* Instructions to follow: State how many lines in the records below include the word "trucks". Give nothing but that number.

Data excerpts:

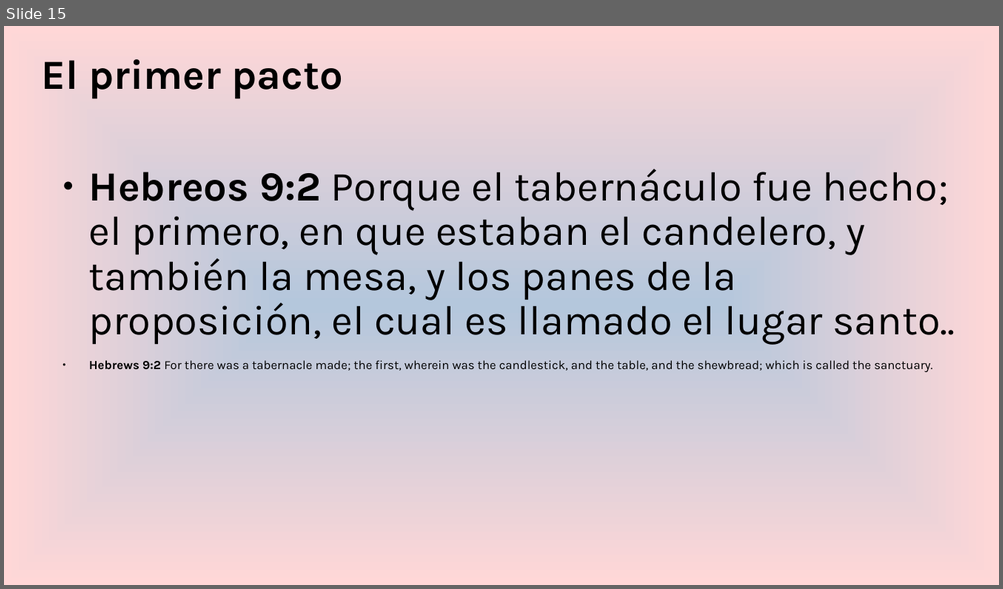
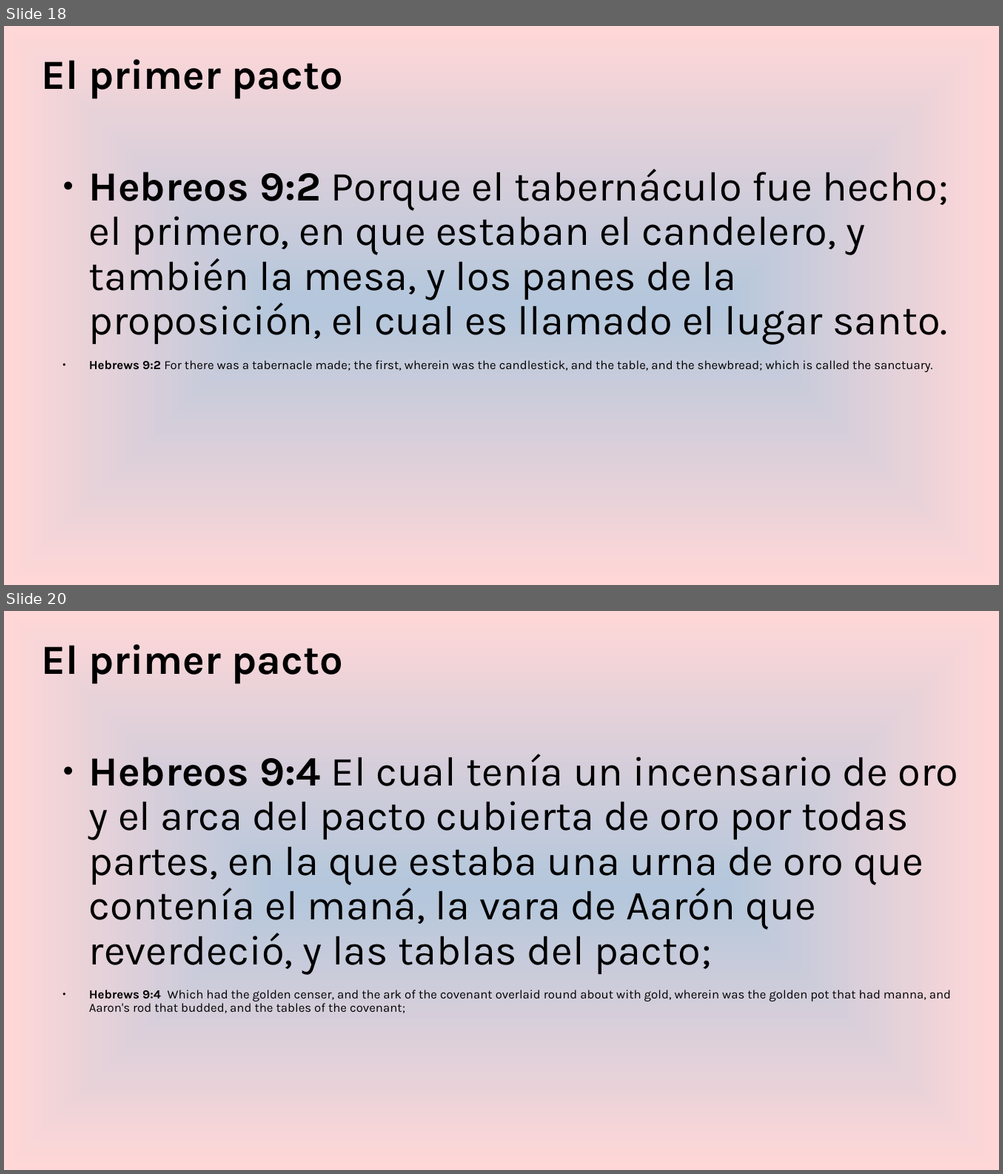
Before and after one commit to praxeastech/sanpedrosula, a slide deck: assets/docs/EltabernáculodeMoisés.odp. Shown one above the other, each under a label of ours: slide 15 before the commit, slides 18 and 20 after it; the slides between them are not shown. The pictures are 1003x589 and 1003x1174 pixels, drawn with LibreOffice and Linux fonts; fonts in the diff are those of the drawing. Boxes give left, top, right and bottom in pixels: in the first picture for what was removed or moved away, otherwise in the second. Text is boxed around its words. In the diff, an @@ line names an element or a change of style, - is before the commit and + after.

```diff
--- a/assets/docs/EltabernáculodeMoisés.odp
+++ b/assets/docs/EltabernáculodeMoisés.odp
@@ slide 20 added at <box>4,611,999,1170</box>, background gradient #B4C7DC to #FFD7D7 @@
@@ title added at <box>41,644,343,684</box>, 40 pt, text #000000, bold @@
+El primer pacto
@@ text added at <box>89,754,958,1014</box>, 40 pt, text #000000 @@
+● Hebreos 9:4 El cual tenía un incensario de oro y el arca del pacto cubierta de oro por todas partes, en la que estaba una urna de oro que contenía el maná, la vara de Aarón que reverdeció, y las tablas del pacto;
+● Hebrews 9:4 Which had the golden censer, and the ark of the covenant overlaid round about with gold, wherein was the golden pot that had manna, and Aaron's rod that budded, and the tables of the covenant;
@@ what was slide 15 is now slide 18 @@
@@ slide 18 changed as well @@
@@ text at <box>89,169,948,345</box>: text changed @@
-● Hebreos 9:2 Porque el tabernáculo fue hecho; el primero, en que estaban el candelero, y también la mesa, y los panes de la proposición, el cual es llamado el lugar santo..
+● Hebreos 9:2 Porque el tabernáculo fue hecho; el primero, en que estaban el candelero, y también la mesa, y los panes de la proposición, el cual es llamado el lugar santo.
```
Also in this commit, not shown: 2 other slides changed, 5 other slides added, 1 other file.
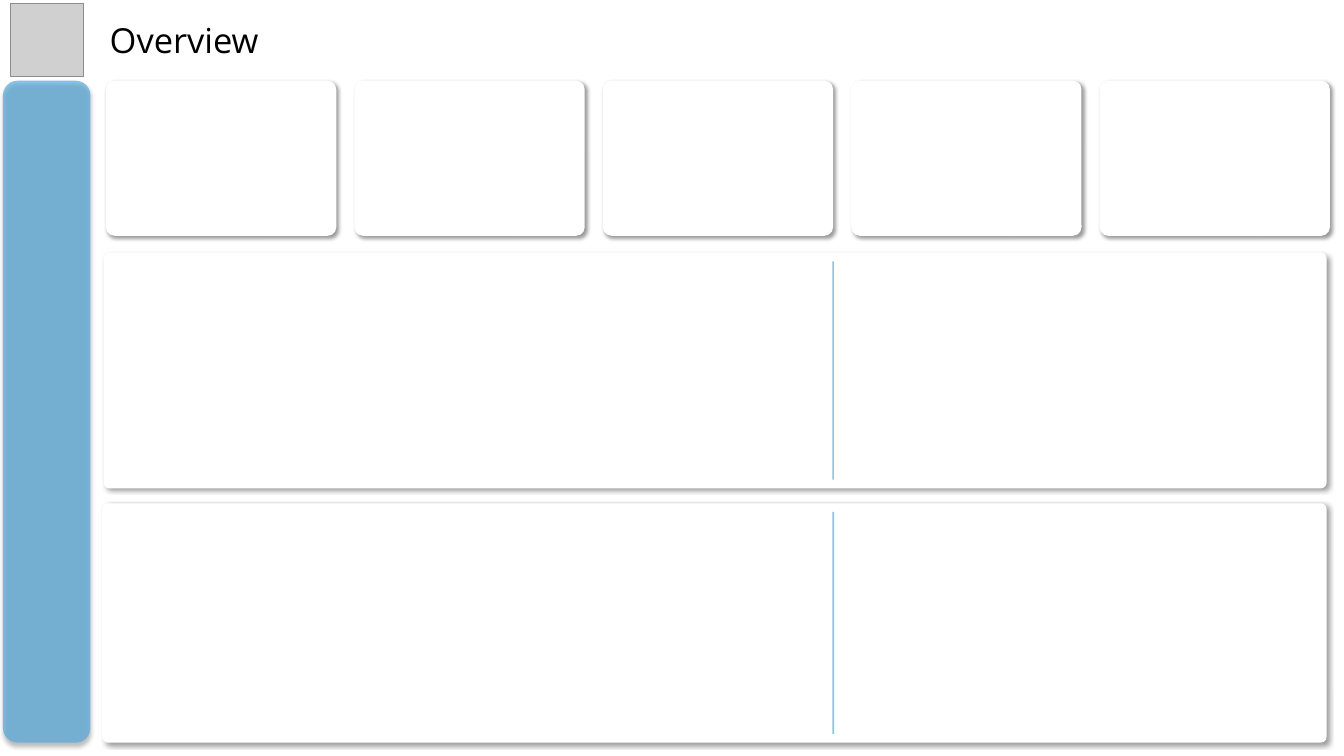
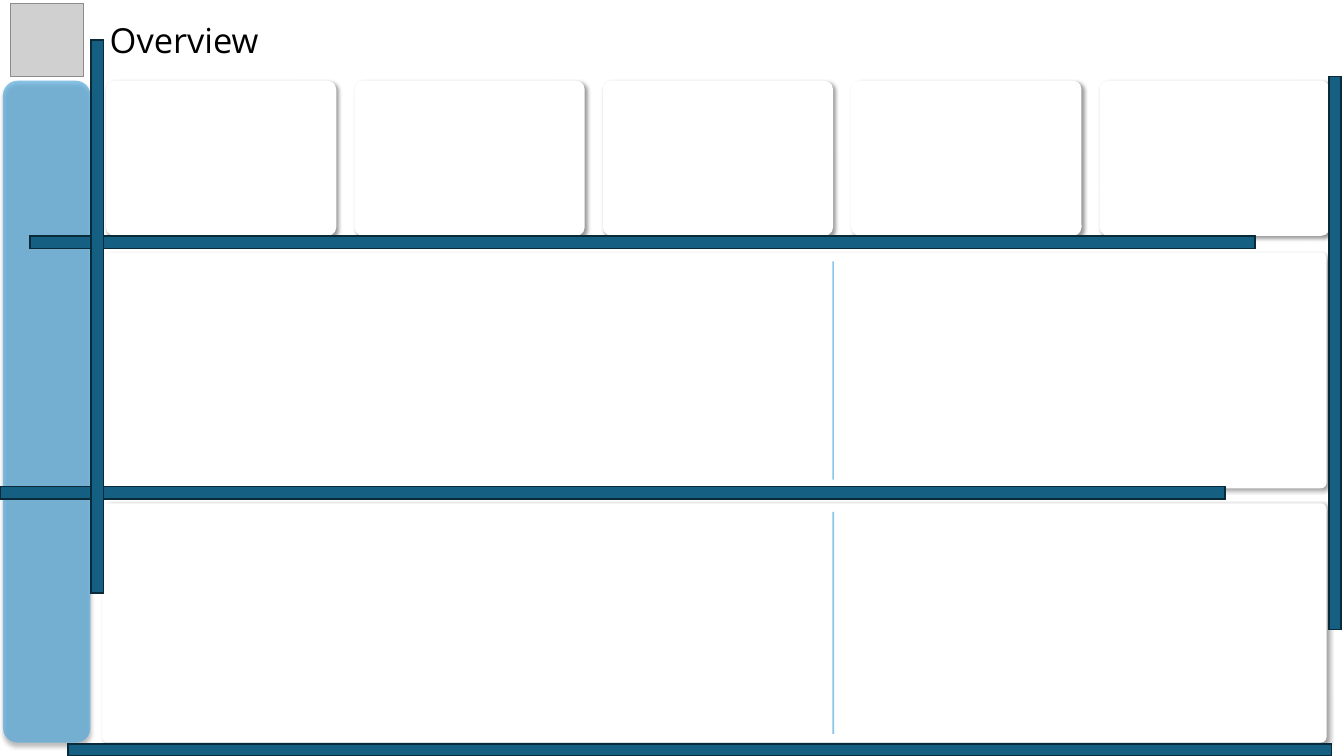
Before and after one commit to MohammadGhanaym/Sales-Logistics-Analytics-DWH, a slide deck: slide 1 of Dashboard Background Design/Dashboard Background Design.pptx. Drawn at 1344x756 pixels with LibreOffice and Linux fonts; fonts in the diff are those of the drawing; grey boxes stand for pictures. Boxes give left, top, right and bottom in pixels: in the first picture for what was removed or moved away, otherwise in the second. Text is boxed around its words. In the diff, an @@ line names an element or a change of style, - is before the commit and + after.

```diff
--- a/Dashboard Background Design/Dashboard Background Design.pptx
+++ b/Dashboard Background Design/Dashboard Background Design.pptx
@@ rounded rectangle added at box(91, 40, 104, 593), fill #156082, outline #092A39 1.5 pt @@
@@ rounded rectangle added at box(1329, 77, 1341, 630), fill #156082, outline #092A39 1.5 pt @@
@@ rounded rectangle added at box(30, 237, 1256, 249), fill #156082, outline #092A39 1.5 pt @@
@@ rounded rectangle added at box(0, 487, 1225, 499), fill #156082, outline #092A39 1.5 pt @@
@@ rounded rectangle added at box(67, 744, 1332, 756), fill #156082, outline #092A39 1.5 pt @@
```
Also in this commit, not shown: 1 other slide changed, 2 slides added, 9 other files.
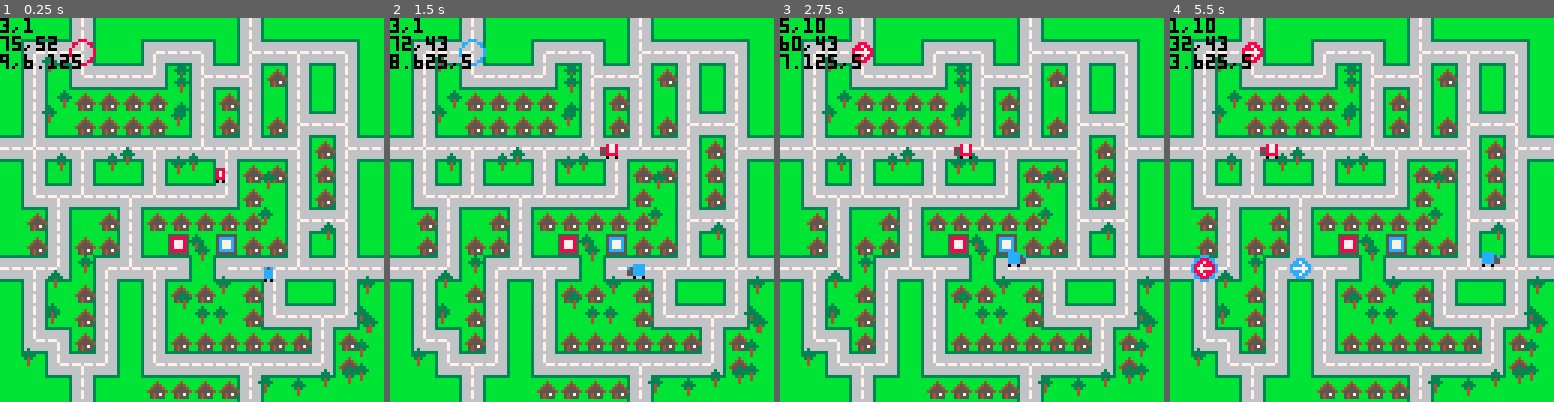
Above: before the commit, frames 1-4 (left to right).
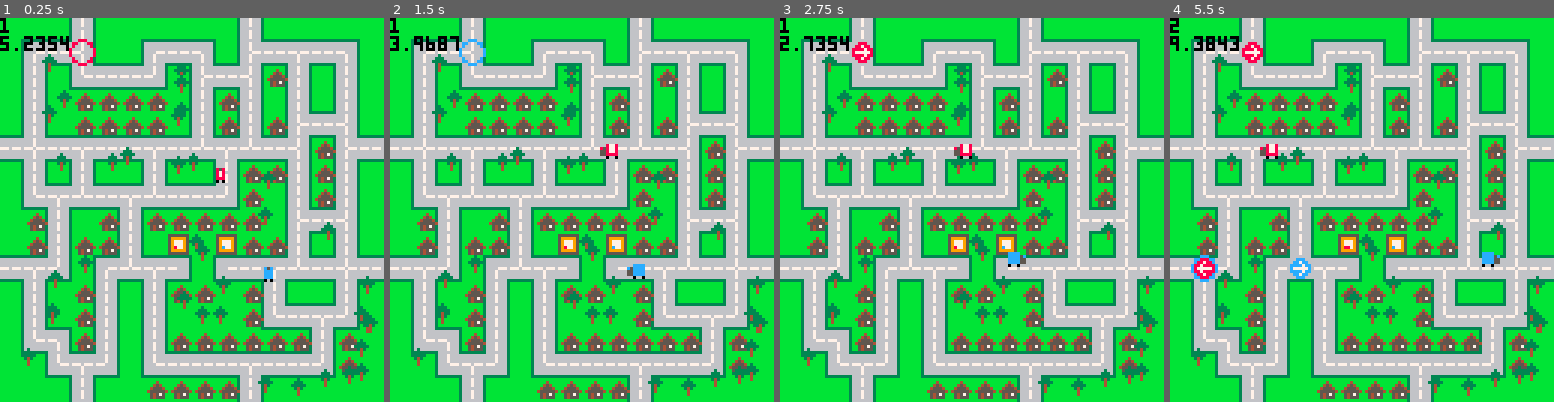
Above: after the commit, the same moments.

Repository: eddyashton/ld53
Game: PICO-8 cartridge delivery.p8
The game is run twice, just before and just after one commit, with the same random seed, the same clock (stepped at 60 frames per second) and the same inputs.
Inputs:
- Up to frame 1 (0.25 s): no input
- Up to frame 2 (1.5 s): tap X (X key) at 0.33, 1.07 s; tap O (Z key) at 0.7 s
- Up to frame 3 (2.75 s): hold Right 1.6-2.1 s; tap O (Z key) at 1.7, 2.1, 2.5 s; tap X (X key) at 1.85 s; hold Up 2.15-2.42 s; hold Right from 2.47 s (still down)
- Up to frame 4 (5.5 s): tap O (Z key) every 0.4 s from 2.9 to 5.3 s; tap X (X key) at 2.97, 4.08, 5.2 s; release Right at 3.03 s; hold Left 3.08-3.58 s; hold Down 3.63-3.97 s; hold Right 4.02-4.68 s; hold Up 4.73-5.03 s; hold Left from 5.08 s (still down)

The runs differ from the first frame. In frame 1, 0.9% of the frame differs, in the area x 0-61%, y 0-61%; in frame 2, 0.9%; in frame 3, 1.0%; in frame 4, 1.0%.

Commit message:
Track depots, fill them, draw them filling

Diff:
--- a/delivery.p8
+++ b/delivery.p8
@@ -105,6 +105,16 @@
   if (btnp(⬇️)) target.pos = from_here.⬇️
  end
 
+ -- check if any depots get supplied
+ for d in all(depots) do
+  if t() >= d.next_supply then
+   d.next_supply = get_next_supply_time()
+   if d.supply < 9 then
+    d.supply += 1
+   end
+  end
+ end
+
  if t() >= update_at then
   for tr in all(trucks) do
    try_move(tr)
@@ -379,6 +389,7 @@
    sspr_args(pos, dirs[truck.dir_idx])
   )
  )
+ pal()
 end
 
 function cell_to_world(v, cent)
@@ -424,7 +435,26 @@
  for truck in all(trucks) do
   draw_truck(truck)
  end
- pal()
+
+ -- draw all depot supplies
+ for depot in all(depots) do
+  if depot.blue then
+   swap_red_to_blue()
+  end
+  local bl = v2_add(
+   cell_to_world(depot.pos),
+   v2(2,4)
+  )
+  local yoff=0
+  for n=1,depot.supply do
+   pset(
+    bl.x+(n-1)%3,
+    bl.y-flr((n-1)/3),
+    8
+   )
+  end
+  pal()
+ end
 
  -- debug drawing
  if false then
@@ -451,18 +481,20 @@
 
  -- debug printing
  color(0)
- local tr = trucks[1]
- print(target.pos.x..","..target.pos.y)
- print(tr.pos.x..","..tr.pos.y)
- local trc = world_to_cell(v2_add(tr.pos, v2(-3,-3)))
- print(trc.x..","..trc.y)
+ local d = depots[1]
+ print(d.supply)
+ print(d.next_supply - t())
 end
 
 -->8
 -- world map
+function get_next_supply_time()
+ return t() + 5 + rnd(10)
+end
 
 -- load world from sprite map
 function load_world(xoff, yoff)
+ srand(bxor(xoff, yoff))
  water = 1
  park = 3
  building = 5
@@ -474,7 +506,19 @@
  for y=0,15 do
   local world_row = {}
   for x=0,15 do
-   world_row[x] = sget(x+xoff, y+yoff)
+   local v = sget(x+xoff, y+yoff)
+   world_row[x] = v
+   if v == red_depot or v == blue_depot then
+    add(
+     depots,
+     {
+      pos = v2(x,y),
+      blue = v == blue_depot,
+      next_supply = get_next_supply_time(),
+      supply = 1,
+     }
+    )
+   end
   end
   world[y] = world_row
  end
@@ -613,11 +657,11 @@
 __gfx__
 00000000000000000088800008880003666677776666777733333333eeeeeeeeeeeeeee000000000000000000000000000000000000000000000000000000000
 00000000000000000887880088788006666666666666666766666666e5555555e00300e000004000000000000000000000000000000000000000000000000000
-00700700000000008877788888878806666666666666666766666666e5888885e03330e000045400000000000000000000000000000000000000000000000000
-00077000000000008787878877777806666666666666666766666666e5877785e33333e000455540000000000000000000000000000000000000000000000000
-00077000000000008887888888878807677767776777677777776777e5877785e03430e004555554000000000000000000000000000000000000000000000000
-00700700000000000887880088788006666666666666666676666666e5877785e00400e000545750000000000000000000000000000000000000000000000000
-00000000000000000088800008880006666666666666666676666666e5888885e00400e000545550000000000000000000000000000000000000000000000000
+00700700000000008877788888878806666666666666666766666666e5999995e03330e000045400000000000000000000000000000000000000000000000000
+00077000000000008787878877777806666666666666666766666666e5977795e33333e000455540000000000000000000000000000000000000000000000000
+00077000000000008887888888878807677767776777677777776777e5977795e03430e004555554000000000000000000000000000000000000000000000000
+00700700000000000887880088788006666666666666666676666666e5977795e00400e000545750000000000000000000000000000000000000000000000000
+00000000000000000088800008880006666666666666666676666666e5999995e00400e000545550000000000000000000000000000000000000000000000000
 00000000000000000000000000000006666666666666666676666666e5555555eeeeeee000000000000000000000000000000000000000000000000000000000
 87786668586878663666766633333333333333330000000000000000eeeeeeeee0330e0000555500000000000000000000000000000000000000000000000000
 8778586878655566366676663666666666666666000000000000000000000000e3333e0000588500000000000000000000000000000000000000000000000000

* Exercise response: 3